# http mounten?

## SeeksTheMoon

Hi,

gibt es eine Moeglichkeit, eine http-URL lokal zu mounten? Fuer ssh, smb und ftp habe ich das schon gesehen, aber google ist grad nicht mein Freund...

Alternativ:

Rechner A bietet ueber eine http-URL Dateien an.
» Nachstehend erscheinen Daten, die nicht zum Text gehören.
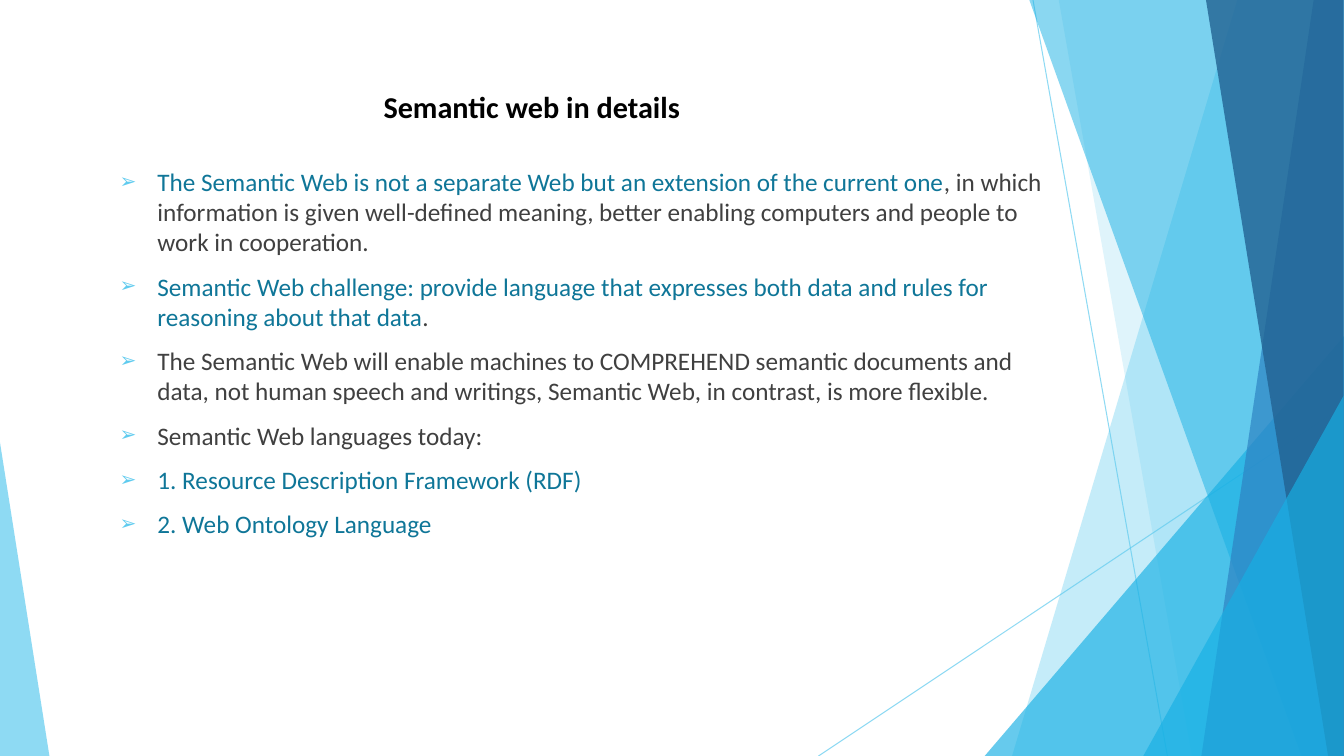
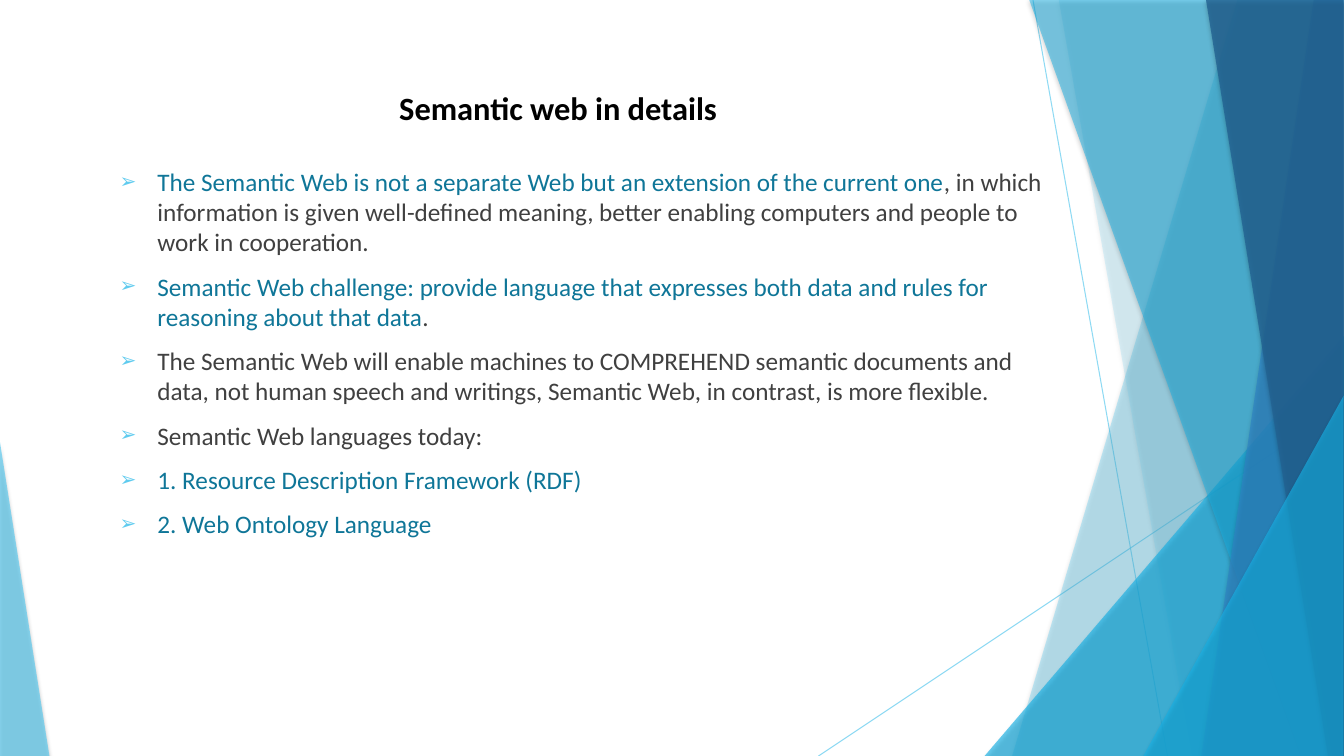
Before and after one commit to jagdishbutte/endsem, a slide deck: slide 19 of ISR/ISR Unit 6 - Advanced information retrieval.pptx. Drawn at 1344x756 pixels with LibreOffice and Linux fonts; fonts in the diff are those of the drawing. Boxes give left, top, right and bottom in pixels: in the first picture for what was removed or moved away, otherwise in the second. Text is boxed around its words. In the diff, an @@ line names an element or a change of style, - is before the commit and + after.

```diff
--- a/ISR/ISR Unit 6 - Advanced information retrieval.pptx
+++ b/ISR/ISR Unit 6 - Advanced information retrieval.pptx
@@ freeform shape at (1059,0,1344,756): shadow on; outline redrawn @@
@@ title "Semantic web in details" at (399,97,717,121): size 21.6 to 23.2 pt @@
@@ shadow on in 7 elements at (1012,0,1344,756), (985,336,1344,756), (1029,0,1344,756), (1202,0,1344,756), (1206,0,1344,756), (1143,396,1344,756), (0,443,49,756) @@
```
Also in this commit, not shown: 20 other slides changed, 12 other files.
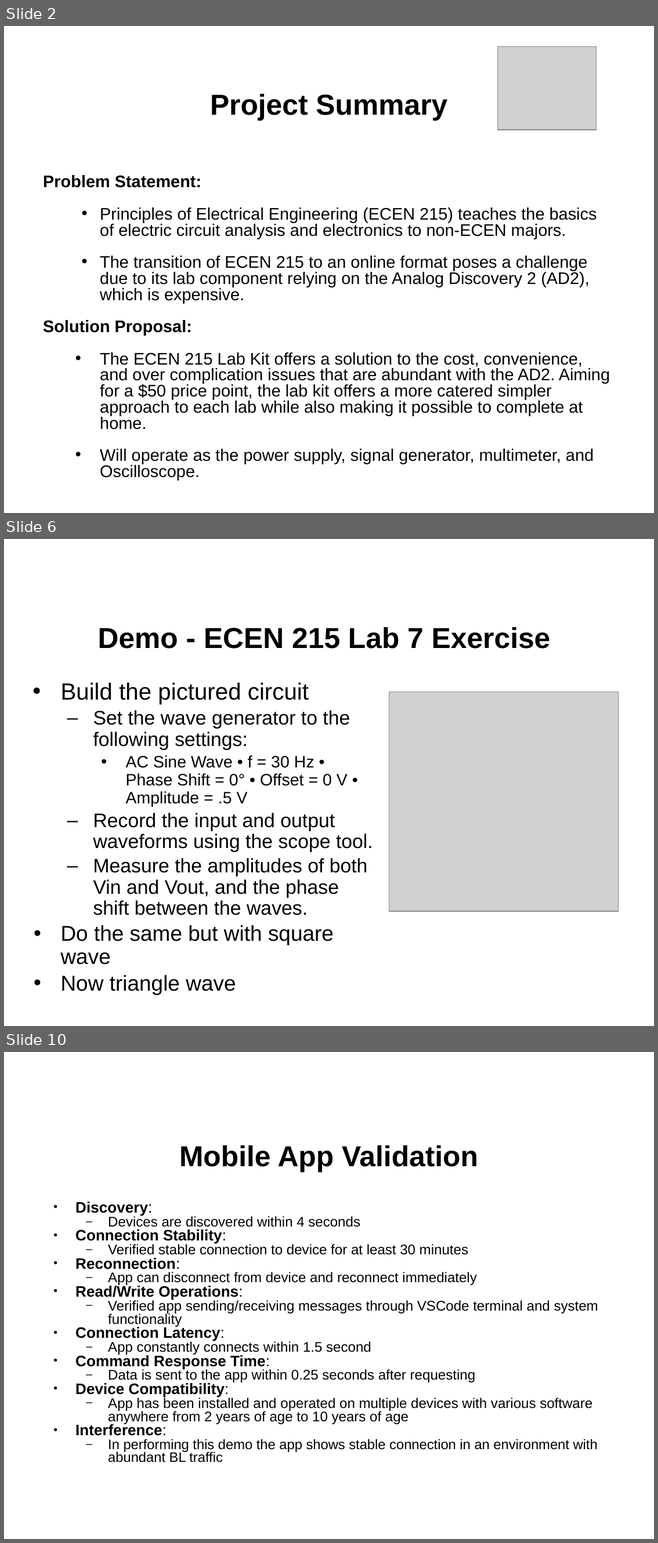
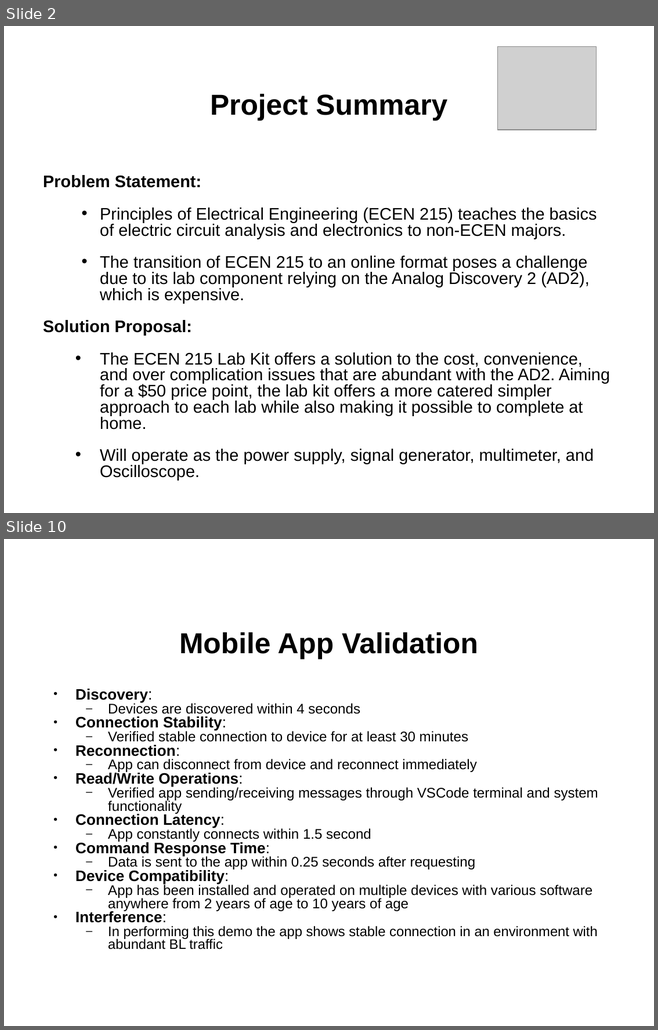
Before and after one commit to l-diazsantini/ECEN215LabKit, a slide deck: Documents/ECEN 404/Virtual Project Showcase.pptx. Shown one above the other, each under a label of ours: slides 2, 6 and 10 before the commit, slides 2 and 10 after it; the slides between them are not shown. The pictures are 658x1543 and 658x1030 pixels, drawn with LibreOffice and Linux fonts; fonts in the diff are those of the drawing; grey boxes stand for pictures; background and template pictures are left out. Boxes give left, top, right and bottom in pixels: in the first picture for what was removed or moved away, otherwise in the second. Text is boxed around its words. In the diff, an @@ line names an element or a change of style, - is before the commit and + after.

```diff
--- a/Documents/ECEN 404/Virtual Project Showcase.pptx
+++ b/Documents/ECEN 404/Virtual Project Showcase.pptx
@@ slide 6 removed at (x1=4, y1=539, x2=654, y2=1026), background picture (left out) @@
@@ title removed at (x1=98, y1=627, x2=550, y2=649) @@
-Demo - ECEN 215 Lab 7 Exercise
@@ text removed at (x1=61, y1=682, x2=373, y2=995) @@
-• Build the pictured circuit
-  – Set the wave generator to the following settings:
-    • AC Sine Wave • f = 30 Hz • Phase Shift = 0° • Offset = 0 V • Amplitude = .5 V
-  – Record the input and output waveforms using the scope tool.
-  – Measure the amplitudes of both Vin and Vout, and the phase shift between the waves.
-• Do the same but with square wave
-• Now triangle wave
@@ picture removed at (x1=389, y1=692, x2=618, y2=911) @@
```
Also in this commit, not shown: 2 slides changed, 11 slides added, 9 other slides removed.

Kann ich anstatt direkt ueber die URL drauf zuzugreifen meinen Apache auf Rechner B so einrichten (d.h. ohne ein cgi zu schreiben), dass ich die Anfragen vom Client an Rechner B schicke und er transparent die angefragten Daten von Rechner A besorgt? (keine Weiterleitung, sondern so eine Art Mirror)

----------

## Evildad

Ist das dein Apache oder willst du *irgend*eine URL mounten?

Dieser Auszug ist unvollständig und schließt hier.